Work instruction »
Pull out of the data below the stretch of lines bounded by the one containing "base_height = 19.0" and the one containing "result = outer_body.cut(inner_passage)", both bounds included, unchanged.

Provided entries »
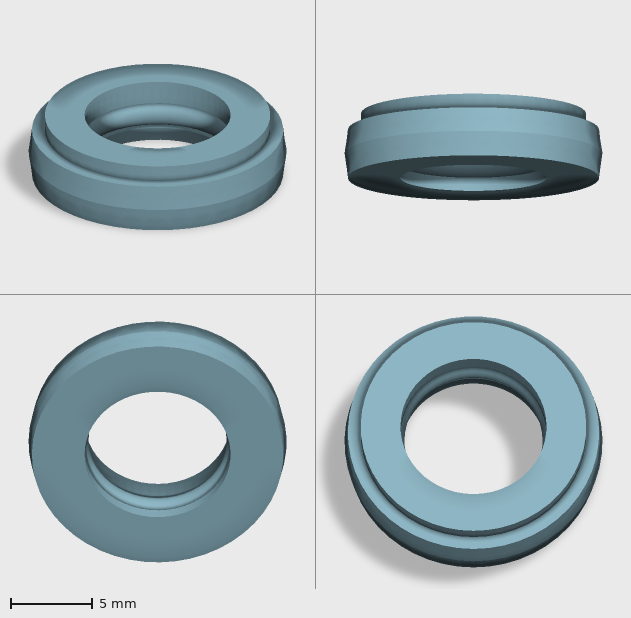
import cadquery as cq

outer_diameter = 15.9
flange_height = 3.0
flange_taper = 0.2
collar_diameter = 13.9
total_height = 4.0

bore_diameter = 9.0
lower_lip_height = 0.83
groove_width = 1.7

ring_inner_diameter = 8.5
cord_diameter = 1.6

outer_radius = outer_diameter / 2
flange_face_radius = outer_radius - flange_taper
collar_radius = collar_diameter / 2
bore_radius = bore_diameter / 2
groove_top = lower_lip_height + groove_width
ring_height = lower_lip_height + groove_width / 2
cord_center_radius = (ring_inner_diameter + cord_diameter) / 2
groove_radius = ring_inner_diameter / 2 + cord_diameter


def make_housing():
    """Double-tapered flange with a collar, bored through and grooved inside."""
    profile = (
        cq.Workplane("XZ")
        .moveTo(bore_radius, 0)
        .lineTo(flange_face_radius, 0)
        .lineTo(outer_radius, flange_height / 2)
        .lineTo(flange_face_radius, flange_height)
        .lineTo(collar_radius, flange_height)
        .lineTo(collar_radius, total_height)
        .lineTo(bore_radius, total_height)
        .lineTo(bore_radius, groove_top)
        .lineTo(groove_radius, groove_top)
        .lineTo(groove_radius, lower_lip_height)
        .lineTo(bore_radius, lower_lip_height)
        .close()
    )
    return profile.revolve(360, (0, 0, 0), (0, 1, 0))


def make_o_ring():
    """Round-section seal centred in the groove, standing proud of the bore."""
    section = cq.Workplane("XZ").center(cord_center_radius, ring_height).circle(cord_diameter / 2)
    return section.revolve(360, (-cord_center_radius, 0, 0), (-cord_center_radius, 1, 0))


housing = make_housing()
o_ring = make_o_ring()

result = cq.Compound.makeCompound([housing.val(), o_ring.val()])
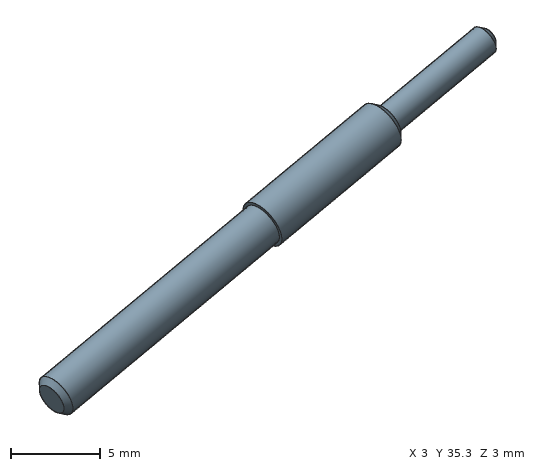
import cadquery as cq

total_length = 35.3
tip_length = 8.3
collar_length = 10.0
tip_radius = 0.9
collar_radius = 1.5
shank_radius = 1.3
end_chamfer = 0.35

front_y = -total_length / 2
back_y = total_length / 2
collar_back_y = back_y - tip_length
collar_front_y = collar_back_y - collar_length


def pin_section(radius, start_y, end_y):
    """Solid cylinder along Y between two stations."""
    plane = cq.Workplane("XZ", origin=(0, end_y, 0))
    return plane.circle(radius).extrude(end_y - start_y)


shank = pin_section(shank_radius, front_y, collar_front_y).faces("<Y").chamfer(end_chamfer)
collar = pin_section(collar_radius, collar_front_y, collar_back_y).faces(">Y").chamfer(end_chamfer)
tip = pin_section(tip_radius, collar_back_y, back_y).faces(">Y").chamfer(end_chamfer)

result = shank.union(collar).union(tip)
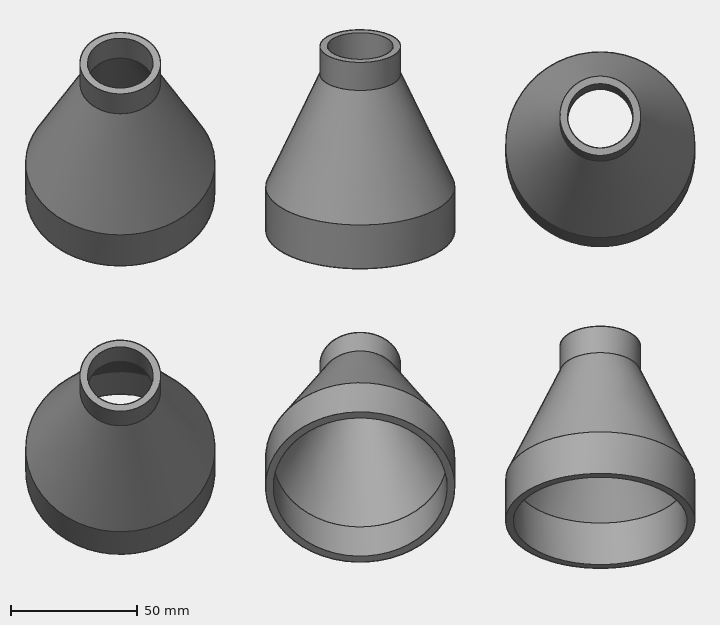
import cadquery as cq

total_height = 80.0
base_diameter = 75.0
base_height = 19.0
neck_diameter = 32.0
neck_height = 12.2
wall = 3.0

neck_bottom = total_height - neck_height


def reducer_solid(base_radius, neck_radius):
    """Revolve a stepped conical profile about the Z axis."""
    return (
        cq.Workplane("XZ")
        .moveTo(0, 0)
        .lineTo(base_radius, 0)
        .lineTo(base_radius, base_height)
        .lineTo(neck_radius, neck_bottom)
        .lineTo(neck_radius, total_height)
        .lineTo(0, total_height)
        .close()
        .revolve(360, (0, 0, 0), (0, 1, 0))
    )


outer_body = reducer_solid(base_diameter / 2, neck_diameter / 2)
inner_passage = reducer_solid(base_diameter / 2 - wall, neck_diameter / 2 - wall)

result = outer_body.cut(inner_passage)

==

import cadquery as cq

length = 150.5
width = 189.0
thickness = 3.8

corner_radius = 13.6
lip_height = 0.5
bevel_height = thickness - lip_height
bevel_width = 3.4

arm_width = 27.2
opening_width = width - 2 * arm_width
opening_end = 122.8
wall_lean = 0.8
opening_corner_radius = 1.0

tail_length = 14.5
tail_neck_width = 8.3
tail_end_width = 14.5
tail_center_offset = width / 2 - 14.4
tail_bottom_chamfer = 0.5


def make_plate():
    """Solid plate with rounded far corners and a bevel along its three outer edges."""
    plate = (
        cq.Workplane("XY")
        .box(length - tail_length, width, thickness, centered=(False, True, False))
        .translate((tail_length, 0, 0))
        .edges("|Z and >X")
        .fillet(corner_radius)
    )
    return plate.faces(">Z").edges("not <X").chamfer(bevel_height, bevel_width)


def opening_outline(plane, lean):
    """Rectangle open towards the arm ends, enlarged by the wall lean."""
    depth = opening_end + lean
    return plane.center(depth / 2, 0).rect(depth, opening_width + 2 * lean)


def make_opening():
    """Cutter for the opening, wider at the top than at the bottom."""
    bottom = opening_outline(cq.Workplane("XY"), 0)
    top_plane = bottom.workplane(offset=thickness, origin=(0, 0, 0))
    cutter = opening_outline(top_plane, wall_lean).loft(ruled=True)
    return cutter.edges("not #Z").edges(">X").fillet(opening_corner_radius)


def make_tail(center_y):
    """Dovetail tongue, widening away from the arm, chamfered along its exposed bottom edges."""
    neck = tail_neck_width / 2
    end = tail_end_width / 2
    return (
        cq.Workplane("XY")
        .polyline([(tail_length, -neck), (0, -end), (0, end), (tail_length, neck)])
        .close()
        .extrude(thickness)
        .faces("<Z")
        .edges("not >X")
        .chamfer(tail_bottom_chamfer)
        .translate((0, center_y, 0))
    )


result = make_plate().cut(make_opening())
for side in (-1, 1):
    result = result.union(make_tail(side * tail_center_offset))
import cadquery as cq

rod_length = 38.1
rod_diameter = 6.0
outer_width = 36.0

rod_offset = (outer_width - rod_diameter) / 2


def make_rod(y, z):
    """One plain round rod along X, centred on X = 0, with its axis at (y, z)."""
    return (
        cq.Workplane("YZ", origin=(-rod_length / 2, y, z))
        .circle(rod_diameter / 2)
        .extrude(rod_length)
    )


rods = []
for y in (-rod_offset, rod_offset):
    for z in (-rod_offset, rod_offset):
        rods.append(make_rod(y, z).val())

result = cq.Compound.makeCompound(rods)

Task output »
base_height = 19.0
neck_diameter = 32.0
neck_height = 12.2
wall = 3.0

neck_bottom = total_height - neck_height


def reducer_solid(base_radius, neck_radius):
    """Revolve a stepped conical profile about the Z axis."""
    return (
        cq.Workplane("XZ")
        .moveTo(0, 0)
        .lineTo(base_radius, 0)
        .lineTo(base_radius, base_height)
        .lineTo(neck_radius, neck_bottom)
        .lineTo(neck_radius, total_height)
        .lineTo(0, total_height)
        .close()
        .revolve(360, (0, 0, 0), (0, 1, 0))
    )


outer_body = reducer_solid(base_diameter / 2, neck_diameter / 2)
inner_passage = reducer_solid(base_diameter / 2 - wall, neck_diameter / 2 - wall)

result = outer_body.cut(inner_passage)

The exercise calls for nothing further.